Blowing the trumpets — For their form and the design of the signal see Leviticus 23:23-25, notes. Three sets of offerings were made on this day: (1) the daily or continual; (2) the ordinary monthly; and (3) the special seventh month sacrifices, making in all twenty-three victims; and, if this day was the sabbath, two lambs were added. Leviticus 23:25, note; Numbers 28:9-10.
Their manner — Prescribed order. See Introduction to Leviticus, (Numbers 29:5.)
OFFERINGS ON THE DAY OF ATONEMENT, Numbers 29:7-11.
7-11. On this day the sacrifices were the same as on the day of new moon of the seventh month, in addition to the sin offering peculiar to the yom kippur, the day of atonement, which is minutely described in Leviticus 16 and Leviticus 23:26-32, notes. This atonement was a lively figure of reconciliation to God by the death of Christ.
Ye shall afflict your souls — This betokens repentance and humiliation for sins, and prefigures our fellowship in the afflictions of Christ. Romans 6:3-4; Romans 6:6.
THE FEAST OF TABERNACLES — SACRIFICES, Numbers 29:12-40.
The cycle of Jewish feasts culminated in this, the grandest and most joyful of all. While the number of lambs and rams was double the number offered at the passover and feast of Pentecost, the number of oxen was fivefold; for, instead of fourteen, there were seventy offered during the week, so distributed that there were thirteen offered on the first day, twelve on the second, and so on, till there were only seven, the sacred number, on the seventh day. This multiplication of sacrifices was adapted to the rich harvest of splendid and costly fruits which they had just gathered: it constituted a suitable expression of the nation’s gratitude to Jehovah, the bountiful Giver. The burnt offerings, symbols of the people’s blessedness, all rested on the basis of the sin offering, prefiguring that all acceptable praise must rest upon the great sin offering, Jesus Christ. Ephesians 5:20; Hebrews 13:5.
35. The eighth day — This in later times was called the great day of the feast, (John 7:37,) but it belonged to it only as the sabbath rest and holy meeting of the seventh day were transferred to it. In point of sacrifice it was like the first and the tenth day of the seventh month. Leviticus 23:36, note. In Leviticus 23:36, a Hebrew word of doubtful meaning is added, which in the margin of the Revision is rendered “a closing festival,” inasmuch as it closed not only that particular feast, but the whole series for the year. The joy attending the celebration of this feast is indicated in Psalms 42:4, and Isaiah 30:29. It was the occasion of prophetic addresses also; Haggai 2:1, and Isaiah 29 and Isaiah 32:9, to the end. The most significant of all allusions to this feast is that in Isaiah 12:3, which points to the typical meaning of the daily ceremony of pouring on the altar water drawn from the pool of Siloam. This custom is enforced by our Lord in John 7:37-39. For the great future feast of tabernacles see Revelation 7:9.

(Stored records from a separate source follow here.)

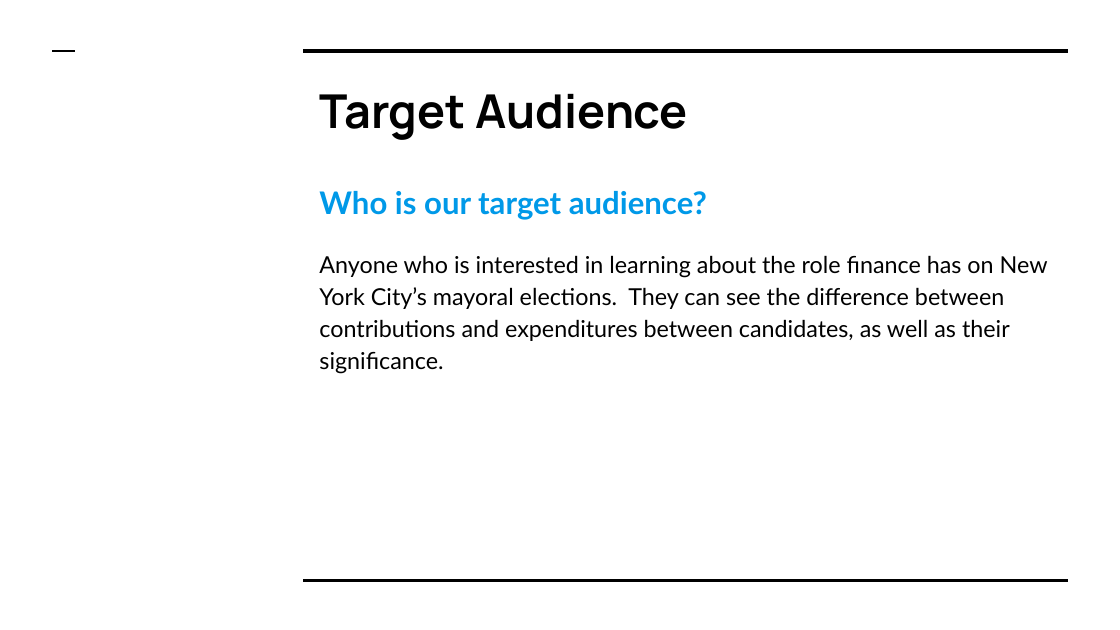
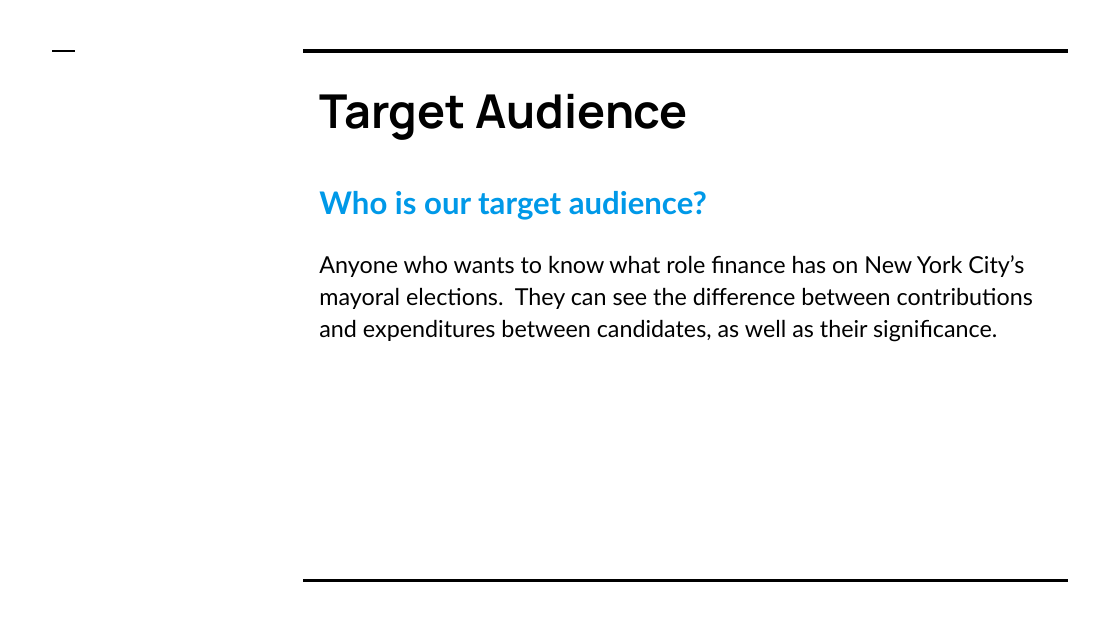
Before and after one commit to ssheggrud/Mod_20_Project, a slide deck: slide 3 of Presentation/Group5Presentation.pptx (slide 4 before the commit). Drawn at 1120x630 pixels with LibreOffice and Linux fonts; fonts in the diff are those of the drawing. Boxes give left, top, right and bottom in pixels: in the first picture for what was removed or moved away, otherwise in the second. Text is boxed around its words. In the diff, an @@ line names an element or a change of style, - is before the commit and + after.

```diff
--- a/Presentation/Group5Presentation.pptx
+++ b/Presentation/Group5Presentation.pptx
@@ text at (319, 255, 1033, 342): text changed @@
-Anyone who is interested in learning about the role finance has on New York City’s mayoral elections. They can see the difference between contributions and expenditures between candidates, as well as their significance.
+Anyone who wants to know what role finance has on New York City’s mayoral elections. They can see the difference between contributions and expenditures between candidates, as well as their significance.
```
Also in this commit, not shown: 14 other slides changed, 1 slide added.
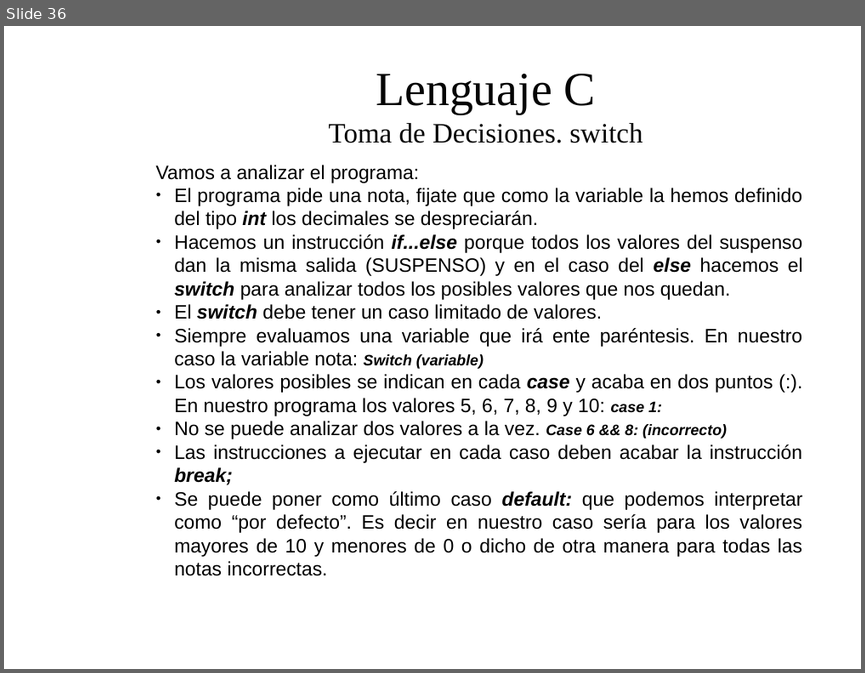
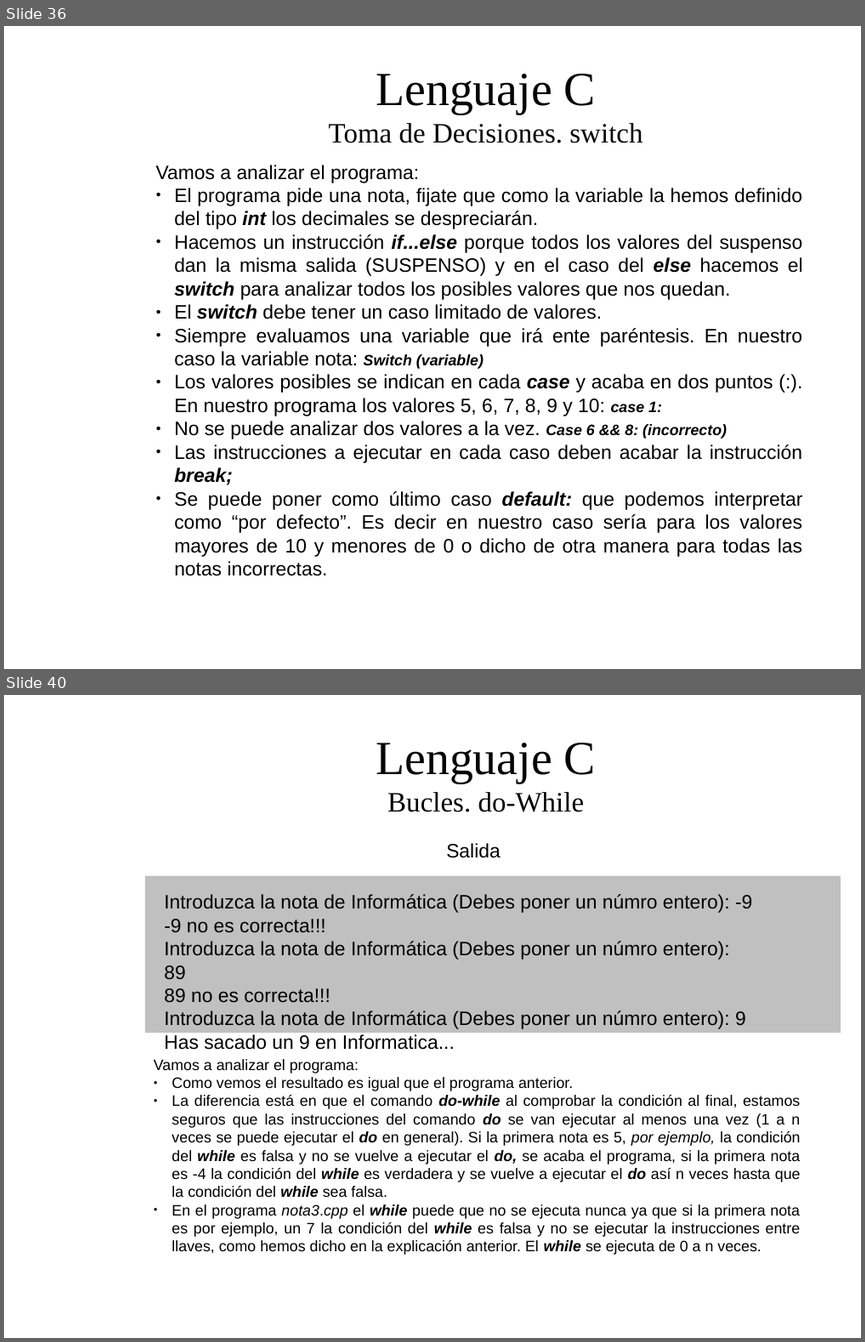
Before and after one commit to dolpo04/2bach, a slide deck: unidades/01_introduccion_a_la_programacion/presentacion/Tema1: Introduccion a la programacion.odp. Shown one above the other, each under a label of ours: slide 36 before the commit, slides 36 and 40 after it; the slides between them are not shown. The pictures are 865x673 and 865x1342 pixels, drawn with LibreOffice and Linux fonts; fonts in the diff are those of the drawing; background and template pictures are left out. Boxes give left, top, right and bottom in pixels: in the first picture for what was removed or moved away, otherwise in the second. Text is boxed around its words. In the diff, an @@ line names an element or a change of style, - is before the commit and + after.

Commit message:
Tema acabado

```diff
--- a/unidades/01_introduccion_a_la_programacion/presentacion/Tema1: Introduccion a la programacion.odp
+++ b/unidades/01_introduccion_a_la_programacion/presentacion/Tema1: Introduccion a la programacion.odp
@@ slide 40 added at bbox=[4, 695, 861, 1338], background picture (left out) @@
@@ title added at bbox=[375, 743, 596, 812], 26 pt, text #050505 @@
+Lenguaje C
+Bucles. do-While
@@ text added at bbox=[446, 843, 500, 858], 18 pt, text #000000 @@
+Salida
@@ rectangle added at bbox=[145, 876, 840, 1033], fill #C0C0C0 @@
@@ text added at bbox=[164, 894, 752, 1049], 18 pt, text #000000 @@
+Introduzca la nota de Informática (Debes poner un númro entero): -9
+-9 no es correcta!!!
+Introduzca la nota de Informática (Debes poner un númro entero): 89
+89 no es correcta!!!
+Introduzca la nota de Informática (Debes poner un númro entero): 9
+Has sacado un 9 en Informatica...
@@ text added at bbox=[154, 1059, 800, 1254], 14 pt, text #000000 @@
+Vamos a analizar el programa:
+● Como vemos el resultado es igual que el programa anterior.
+● La diferencia está en que el comando do-while al comprobar la condición al final, estamos seguros que las instrucciones del comando do se van ejecutar al menos una vez (1 a n veces se puede ejecutar el do en general). Si la primera nota es 5, por ejemplo, la condición del while es falsa y no se vuelve a ejecutar el do, se acaba el programa, si la primera nota es -4 la condición del while es verdadera y se vuelve a ejecutar el do así n veces hasta que la condición del while sea falsa.
+● En el programa nota3.cpp el while puede que no se ejecuta nunca ya que si la primera nota es por ejemplo, un 7 la condición del while es falsa y no se ejecutar la instrucciones entre llaves, como hemos dicho en la explicación anterior. El while se ejecuta de 0 a n veces.
```
Also in this commit, not shown: 13 slides changed, 11 other slides added, 1 other file.

39. Beside your vows — The sacrifices in this chapter and the last were set feasts for the entire nation, and were exclusive of the countless individual and family offerings. For burnt offerings and peace offerings vowed, see Numbers 15:3; Numbers 15:8; Leviticus 22:18; Leviticus 22:21, notes. Numbers 29:40 shows that this whole system of sacrifices rests on the basis of divine authority.